Chat Room: Cyprus’ President-Elect Meets Leader of Turkish Occupied Side

NICOSIA – Cyprus’ incoming President Nikos Christodoulides met the hardline leader of the Turkish-occupied side of the island, Ersin Tatar, and said he was ready to talk about reunification that his rival has already rejected.

It was said to be a general discussion that included the aftermath of the deadly earthquake in Turkey and nothing serious about the reunification dilemma was expected to be brought up.

“I didn’t hear anything I didn’t expect from Mr. Tatar,” Christodoulides said. “I expressed my readiness – and acknowledging the differences in approach and disagreements on basic issues – to do whatever I can to break the deadlock,” he said, Reuters reported.

They met on neutral ground in a United Nations-controlled buffer zone splitting the two sides in the divided capital, Nicosia, at the home of Canadian diplomat Colin Stewart who heads the peacekeeping mission

The UN mission, UNFICYP, said the meeting was “open and constructive,” diplomatic code words to generally mean nothing happened but talks were otherwise cordial if not going anywhere.

Christodoulides told The Associated Press prior to the meeting that he’s “fully aware” of the obstacles, “but that doesn’t mean that we mustn’t do everything possible to break the current deadlock.”

No new meeting was set. Christodoulides said he had suggested a social meeting with Tatar and their spouses, the news agency said, but any details of what was said remained under wraps, as have negotiations for years.

“The present state of affairs cannot be the solution to the Cyprus problem, not for Greek-Cypriots, or Turkish-Cypriots,” Christodoulides said after the two-hour meeting with Tatar.

Christodoulides was a former foreign minister for the outgoing government of President Nicos Anastasiades’ Democratic Rally (DISY) party but was put out after running for President against the party’s leader, who said none of its members would take part in the new government.

But centrist and right-wing parties supporting him have typically followed a hard line in reunification talks and two reject the United Nations basis for the talks, which is uniting Cyprus under a loose federal umbrella, though Christodoulides backs the framework, the news agency noted.

He was also at the last round of talks that fell apart in July, 2017 at the Swiss resort of Crans-Montana that were brokered by UN Secretary-General Antonio Guterres, who also failed to bring the sides together.

Christodoulides will be sworn in  on Feb. 28 and said earlier he still thinks there’s a way to find an answer to the dilemma that has eluded so many envoys that Cyprus is known as the “graveyard of diplomats.”
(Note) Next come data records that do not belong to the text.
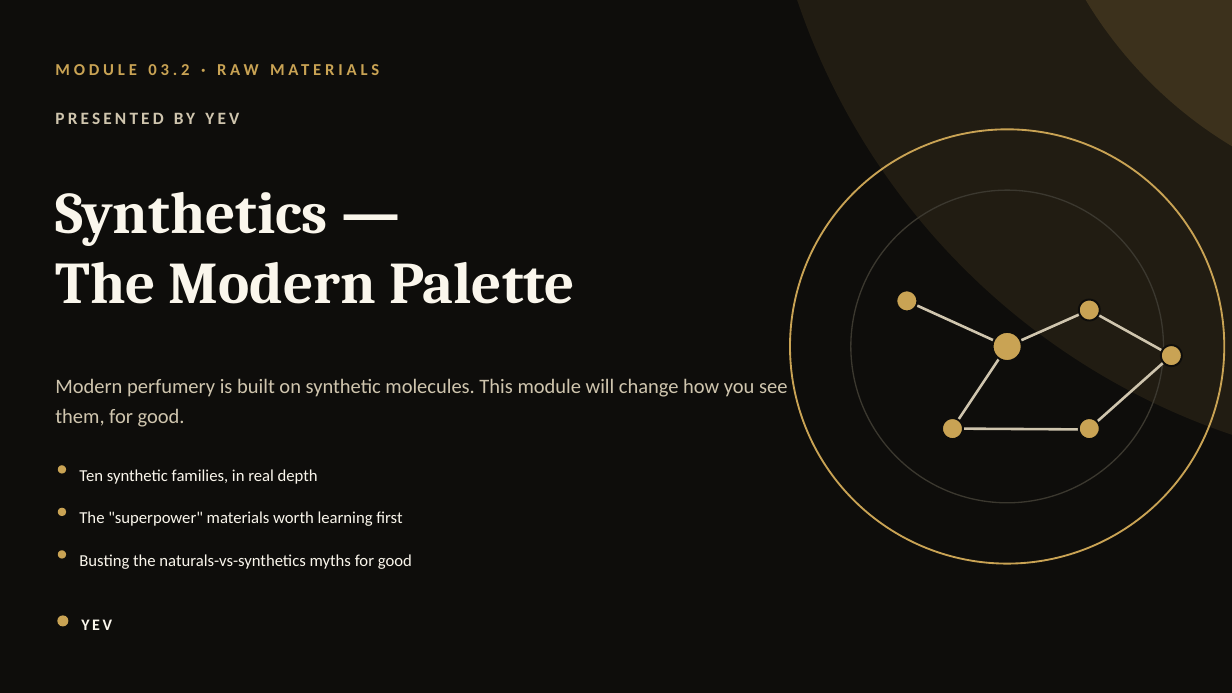
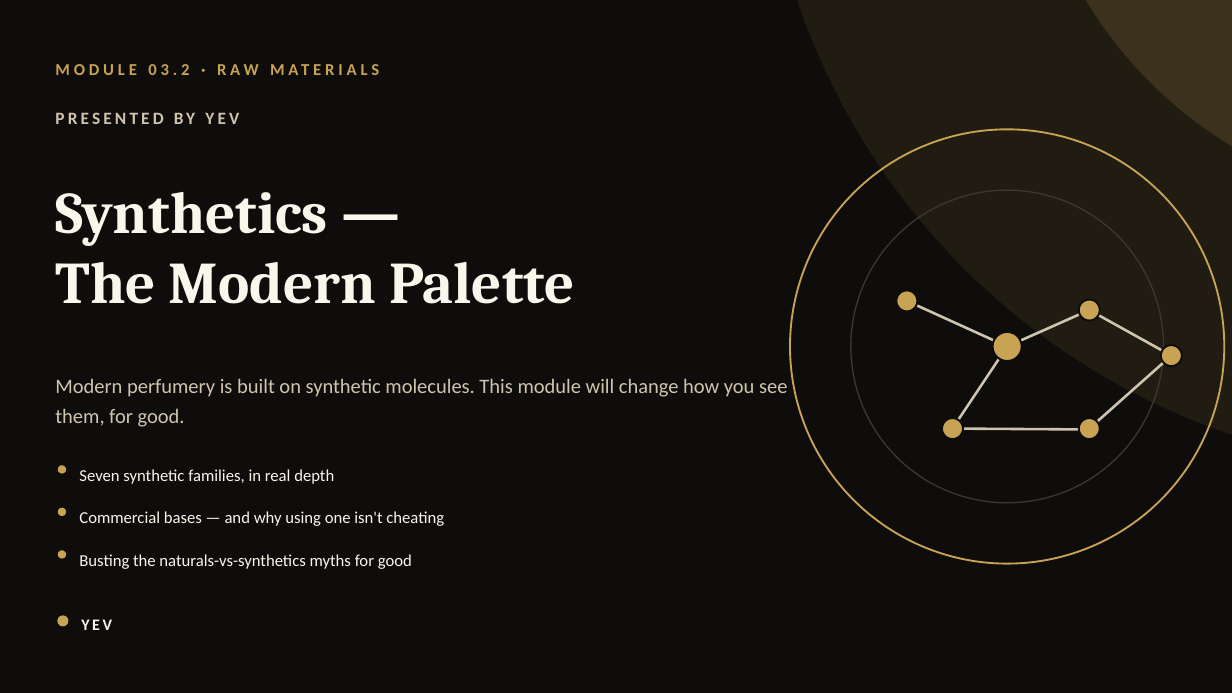
Before and after one commit to yevfumes/yev, a slide deck: slide 54 of course/YEVFUMES_Perfumery_Course.pptx (slide 65 before the commit). Drawn at 1232x693 pixels with LibreOffice and Linux fonts; fonts in the diff are those of the drawing. Boxes give left, top, right and bottom in pixels: in the first picture for what was removed or moved away, otherwise in the second. Text is boxed around its words. In the diff, an @@ line names an element or a change of style, - is before the commit and + after.

```diff
--- a/course/YEVFUMES_Perfumery_Course.pptx
+++ b/course/YEVFUMES_Perfumery_Course.pptx
@@ text at <box>79,469,334,484</box>: text changed @@
-Ten synthetic families, in real depth
+Seven synthetic families, in real depth
@@ text at <box>79,511,444,526</box>: text changed @@
-The "superpower" materials worth learning first
+Commercial bases — and why using one isn't cheating
```
Also in this commit, not shown: 150 other slides changed, 12 slides added, 64 slides removed.
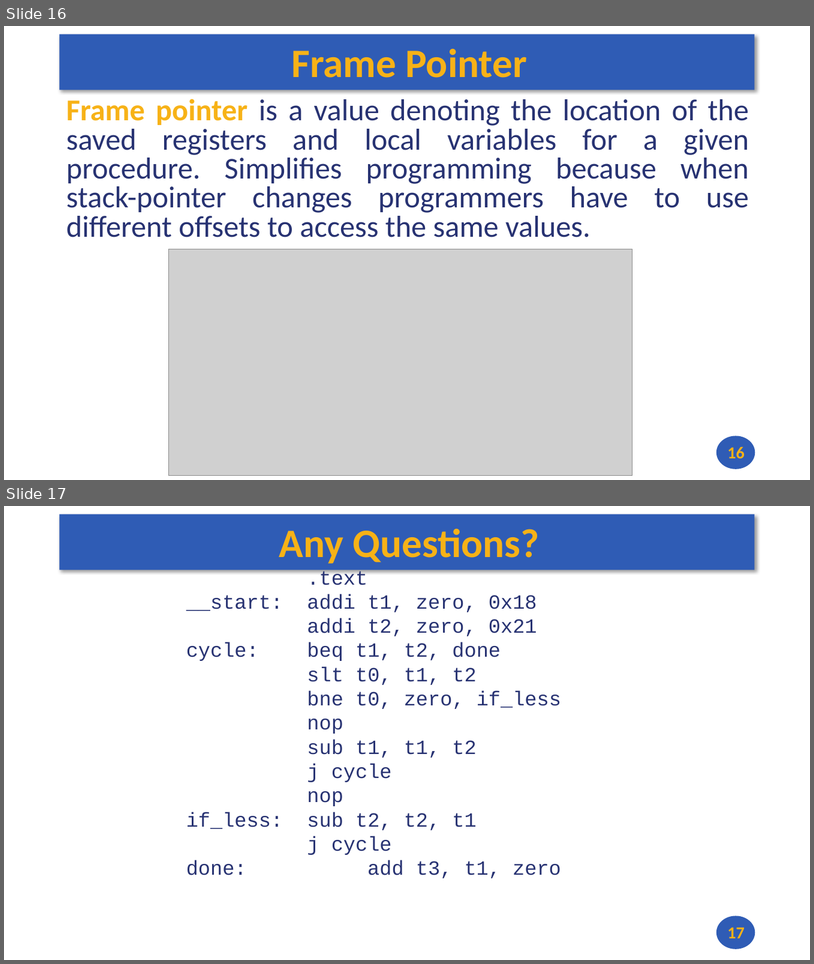
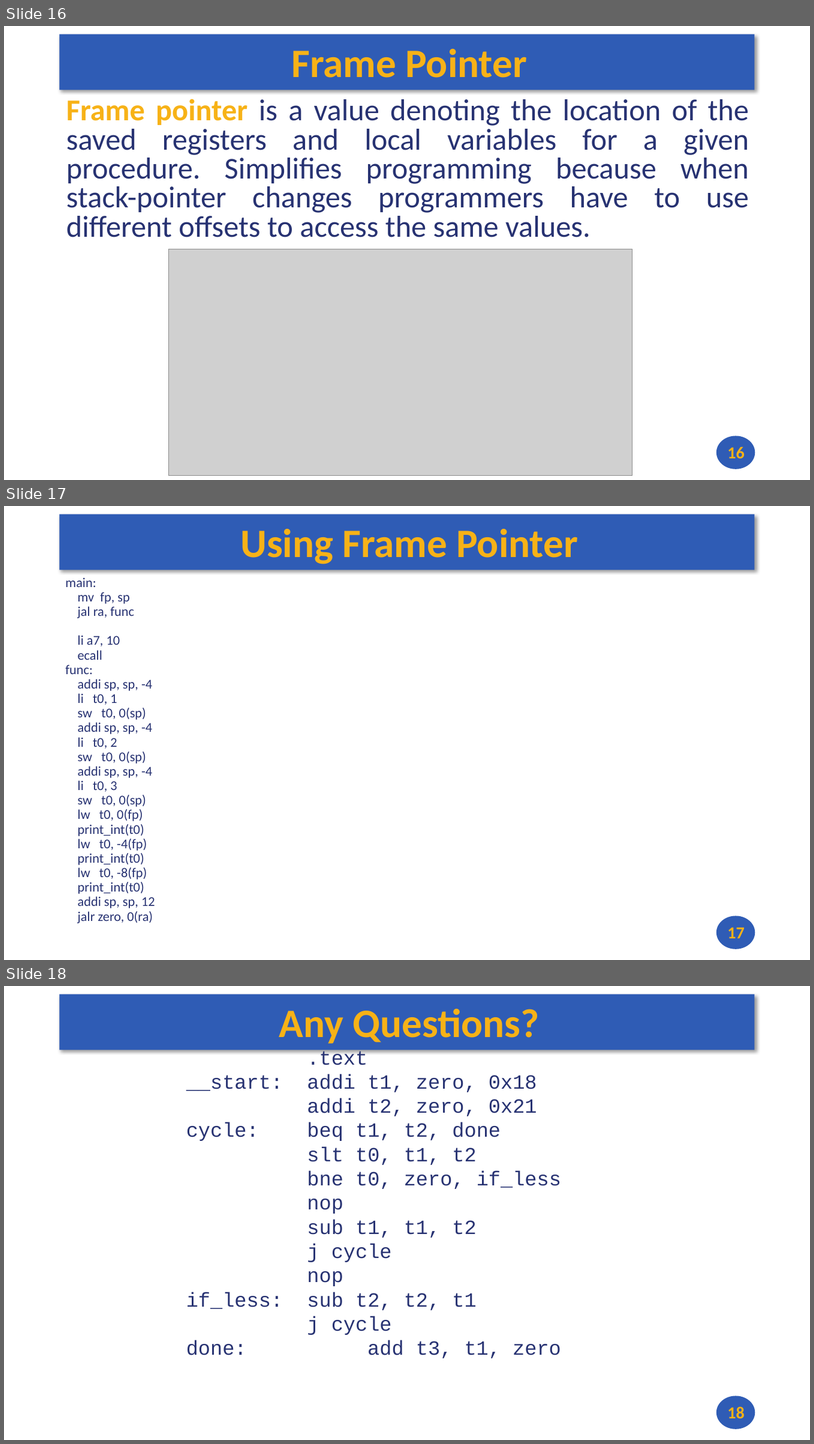
Before and after one commit to andrewt0301/hse-acos-course, a slide deck: docs/part1ca/06_CallStack/CA_Lecture_06.pptx. Shown one above the other, each under a label of ours: slides 16 and 17 before the commit, slides 16, 17 and 18 after it. The pictures are 814x964 and 814x1444 pixels, drawn with LibreOffice and Linux fonts; fonts in the diff are those of the drawing; grey boxes stand for pictures. Boxes give left, top, right and bottom in pixels: in the first picture for what was removed or moved away, otherwise in the second. Text is boxed around its words. In the diff, an @@ line names an element or a change of style, - is before the commit and + after.

```diff
--- a/docs/part1ca/06_CallStack/CA_Lecture_06.pptx
+++ b/docs/part1ca/06_CallStack/CA_Lecture_06.pptx
@@ slide 17 added at <box>4,506,810,960</box>, background #FFFFFF; not listed: 2 template elements that a slide beside it also shows @@
@@ title added at <box>240,529,578,564</box>, 48 pt, text #F7B217, bold @@
+Using Frame Pointer
@@ text added at <box>65,577,155,923</box>, 16 pt, text #273272 @@
+main:
+mv fp, sp
+jal ra, func
+li a7, 10
+ecall
+func:
+addi sp, sp, -4
+li t0, 1
+sw t0, 0(sp)
+addi sp, sp, -4
+li t0, 2
+sw t0, 0(sp)
+addi sp, sp, -4
+li t0, 3
+sw t0, 0(sp)
+lw t0, 0(fp)
+print_int(t0)
+lw t0, -4(fp)
+print_int(t0)
+lw t0, -8(fp)
+print_int(t0)
+addi sp, sp, 12
+jalr zero, 0(ra)
@@ page number added at <box>728,927,744,938</box>, 20 pt, text #F7B217, bold @@
+17
@@ what was slide 17 is now slide 18 @@
@@ page number at <box>728,1406,744,1418</box>: text changed @@
-17
+18
```
Also in this commit, not shown: 4 slides changed, 2 other files.
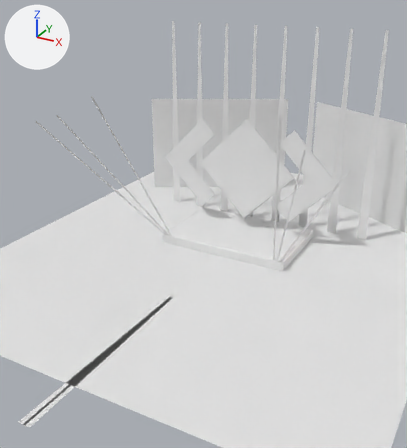
The Blender file src/models/scene.blend as it was, and as the next commit left it.
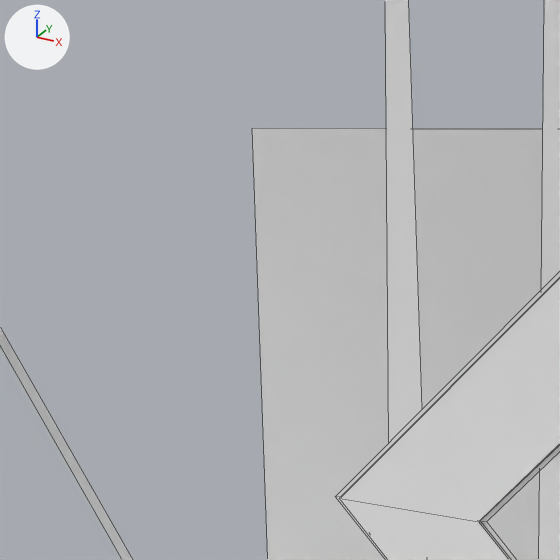
The first picture shows the older version from a camera (50 mm lens) standing at (14.59, -22.88, 16.28) and looking at (2.58, -1.05, 5.37). The close-ups show both versions on the part from 27% to 49% of the width and 18% to 37% of the height of that picture. Every picture has the same lights, and +X, +Y and +Z are marked at upper left. The close-ups show mesh edges as thin lines.

The older version as bpy lines, for what is in view:
```python
me_plane_016 = bpy.data.meshes.new('Plane.016')
me_plane_016.from_pydata([(-0.5, -0.5, 0.0), (0.5, -0.5, 0.0), (-0.5, 0.5, 0.0), (0.5, 0.5, 0.0)], [], [(0, 1, 3, 2)])
me_plane_019 = bpy.data.meshes.new('Plane.019')
me_plane_019.from_pydata(...)  # 12 vertices, 8 faces; spans x -0.513..0.513, y -0.513..0.513, z 0.0
me_plane_021 = bpy.data.meshes.new('Plane.021')
me_plane_021.from_pydata(...)  # 32 vertices, 8 faces; spans x -0.5..82.1, y -1.1..0.1, z 0.0
ob_left_side_back_light = bpy.data.objects.new('Left Side Back light', me_plane_019)
ob_left_side_back_light.location = (-3.179, 9.318, 4.674)
ob_left_side_back_light.rotation_euler = (1.571, 0.785, 0.0)  # degrees (90, 45, 0)
ob_left_side_back_light.scale = (-4.21, -4.21, 0.842)
ob_light_1_001 = bpy.data.objects.new('Light 1.001', me_plane_021)
ob_light_1_001.location = (-7.491, 12.52, 12.304)
ob_light_1_001.rotation_euler = (1.571, 0.0, 0.0)  # degrees (90, 0, 0)
ob_light_1_001.scale = (0.184, 11.1, 1.0)
ob_sound_left = bpy.data.objects.new('Sound Left', me_plane_016)
ob_sound_left.location = (-5.928, 17.118, 3.619)
ob_sound_left.rotation_euler = (1.571, 0.0, 0.495)  # degrees (90, 0, 28)
ob_sound_left.scale = (10.8, 7.57, 7.57)
# also in view: 'Light 2.001' at (-4.53, 3.44, 5.45); 'Left Side' at (-4.22, 9.28, 4.67)
```
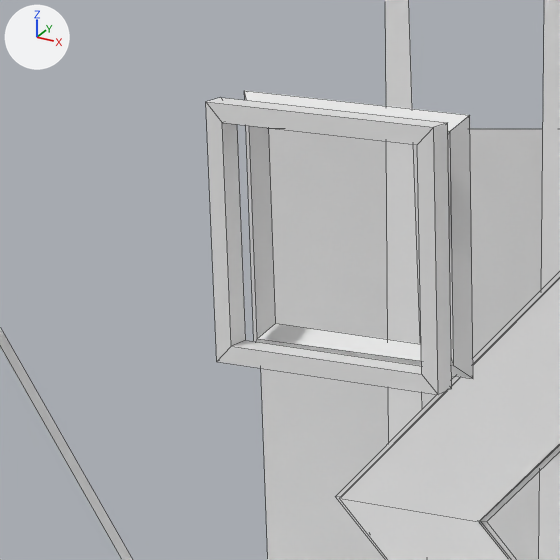
Where the change shows, as pixel boxes [x1, y1, x2, y2] in the close-ups (560 x 560 px):
'Shape 1', added
    after: [206, 98, 452, 395]
'Shape 2', added
    after: [244, 91, 473, 379]

What changed in the scene script:
```text
Add me_plane_022:
    me_plane_022.from_pydata([(-0.9, 0.0, -0.9), (-0.9, 0.0, 0.9), (-1.0, -0.1, -1.0), (-0.9, -0.2, -0.9), (1.0, -0.1, -1.0), (-0.9, -0.2, 0.9), (-1.0, -0.1, 1.0), (1.0, -0.1, 1.0), (-0.79, -0.1, -0.79), (0.89, 0.0, -0.89), (-0.79, -0.1, 0.79), (0.79, -0.1, 0.79), (0.89, 0.0, 0.89), (0.89, -0.2, -0.89), (0.79, -0.1, -0.79), (0.89, -0.2, 0.89)], [], [(1, 0, 2, 6), (0, 9, 4, 2), (9, 12, 7, 4), (12, 1, 6, 7), (6, 2, 3, 5), (2, 4, 13, 3), (4, 7, 15, 13), (7, 6, 5, 15), (10, 8, 0, 1), (8, 14, 9, 0), (14, 11, 12, 9), (11, 10, 1, 12), (5, 3, 8, 10), (3, 13, 14, 8), (13, 15, 11, 14), (15, 5, 10, 11)])
Add me_plane_009:
    me_plane_009.from_pydata([(-1.0, 0.0, -1.0), (1.0, 0.0, -1.0), (-1.0, 0.0, 1.0), (1.0, 0.0, 1.0), (-1.0, -0.2, -1.0), (1.0, -0.2, -1.0), (-1.0, -0.2, 1.0), (1.0, -0.2, 1.0), (-0.86, 0.0, -0.86), (0.86, 0.0, -0.86), (-0.86, 0.0, 0.86), (0.86, 0.0, 0.86), (-0.86, -0.2, -0.86), (0.86, -0.2, -0.86), (-0.86, -0.2, 0.86), (0.86, -0.2, 0.86)], [], [(0, 1, 5, 4), (1, 3, 7, 5), (2, 0, 4, 6), (3, 2, 6, 7), (8, 12, 13, 9), (9, 13, 15, 11), (10, 14, 12, 8), (11, 15, 14, 10), (0, 2, 10, 8), (1, 0, 8, 9), (3, 1, 9, 11), (2, 3, 11, 10), (6, 4, 12, 14), (4, 5, 13, 12), (5, 7, 15, 13), (7, 6, 14, 15)])
Add ob_shape_2:
    ob_shape_2 = bpy.data.objects.new('Shape 2', me_plane_022)
    ob_shape_2.location = (0.0, 0.21, 10.112)
Add ob_shape_1:
    ob_shape_1 = bpy.data.objects.new('Shape 1', me_plane_009)
    ob_shape_1.location = (0.0, -0.21, 10.112)
```
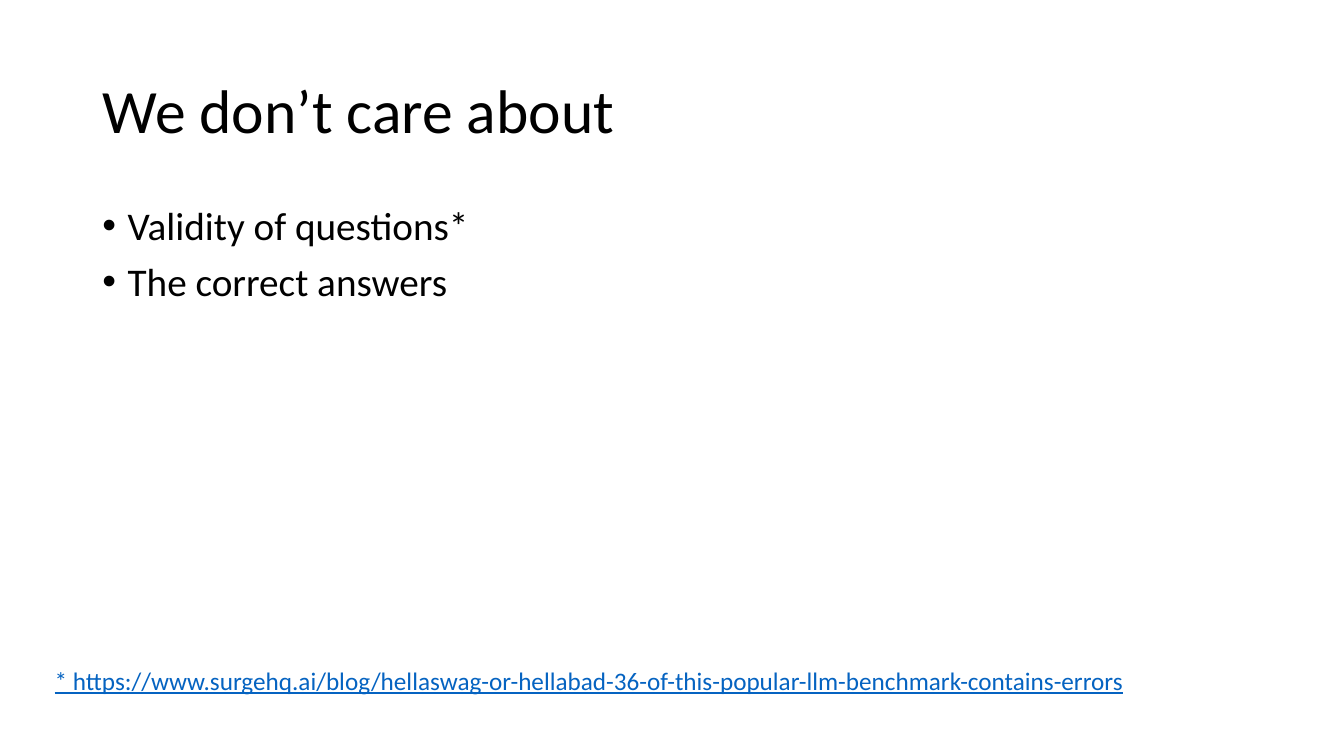
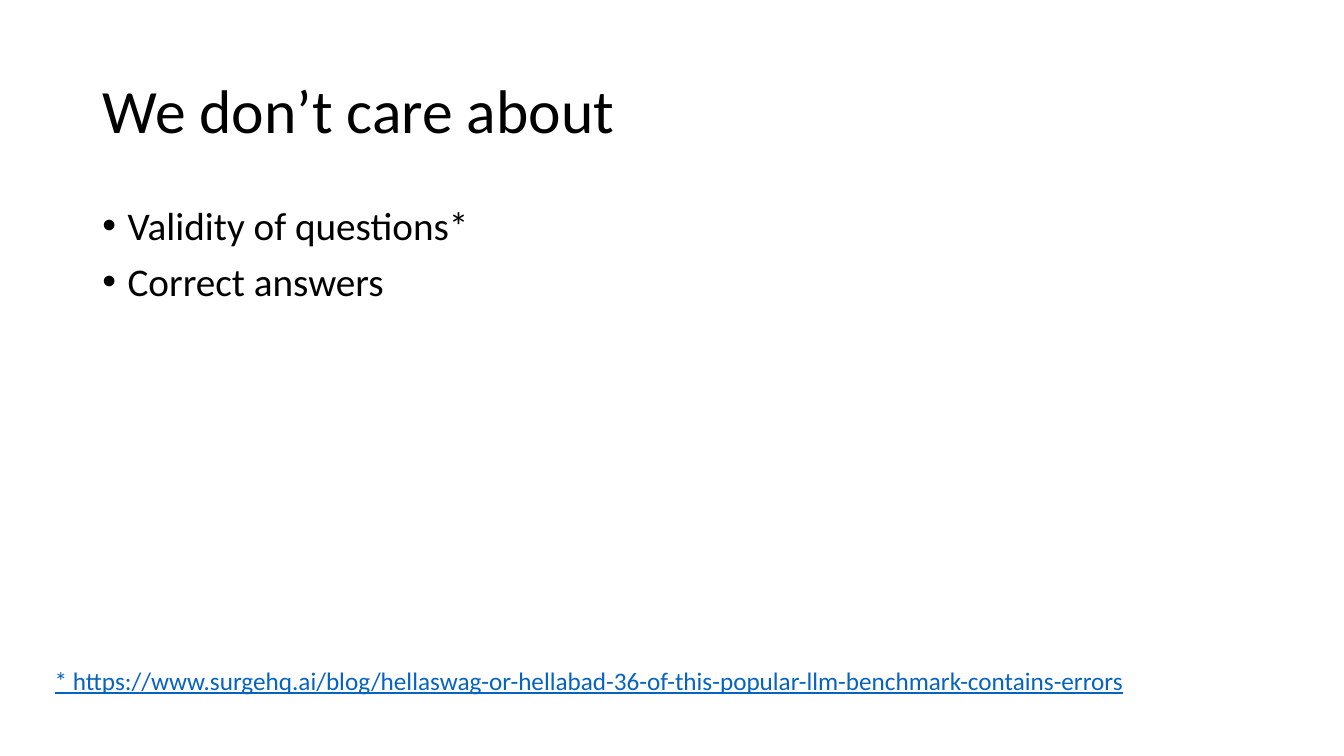
Before and after one commit to nicomp42/CCSCMW2024, a slide deck: slide 13 of CCSC-MW Fall 2024 Conference Tutorial.pptx (slide 14 before the commit). Drawn at 1344x756 pixels with LibreOffice and Linux fonts; fonts in the diff are those of the drawing. Boxes give left, top, right and bottom in pixels: in the first picture for what was removed or moved away, otherwise in the second. Text is boxed around its words. In the diff, an @@ line names an element or a change of style, - is before the commit and + after.

```diff
--- a/CCSC-MW Fall 2024 Conference Tutorial.pptx
+++ b/CCSC-MW Fall 2024 Conference Tutorial.pptx
@@ text at bbox=[128, 270, 384, 297]: text changed @@
-• The correct answers
+• Correct answers
```
Also in this commit, not shown: 1 other slide changed, 1 slide removed, 13 other files.

Only Turkey recognizes the occupied side that’s been isolated since two unlawful 1974 Turkish invasions and has seen Turkey keep a 35,000-strong standing army there, one of the reasons why the 2017 talks fell apart.

Tatar said he won’t discuss reunification, only UN and world acceptance for the self-declared republic amid talks that if the stalemate continues that Turkey might annex the territory or it could face permanent partition.

There had been a long-held understanding any deal would reunify Cyprus as a federation composed of a Turkish-speaking zone in the north and a Greek speaking zone in the south.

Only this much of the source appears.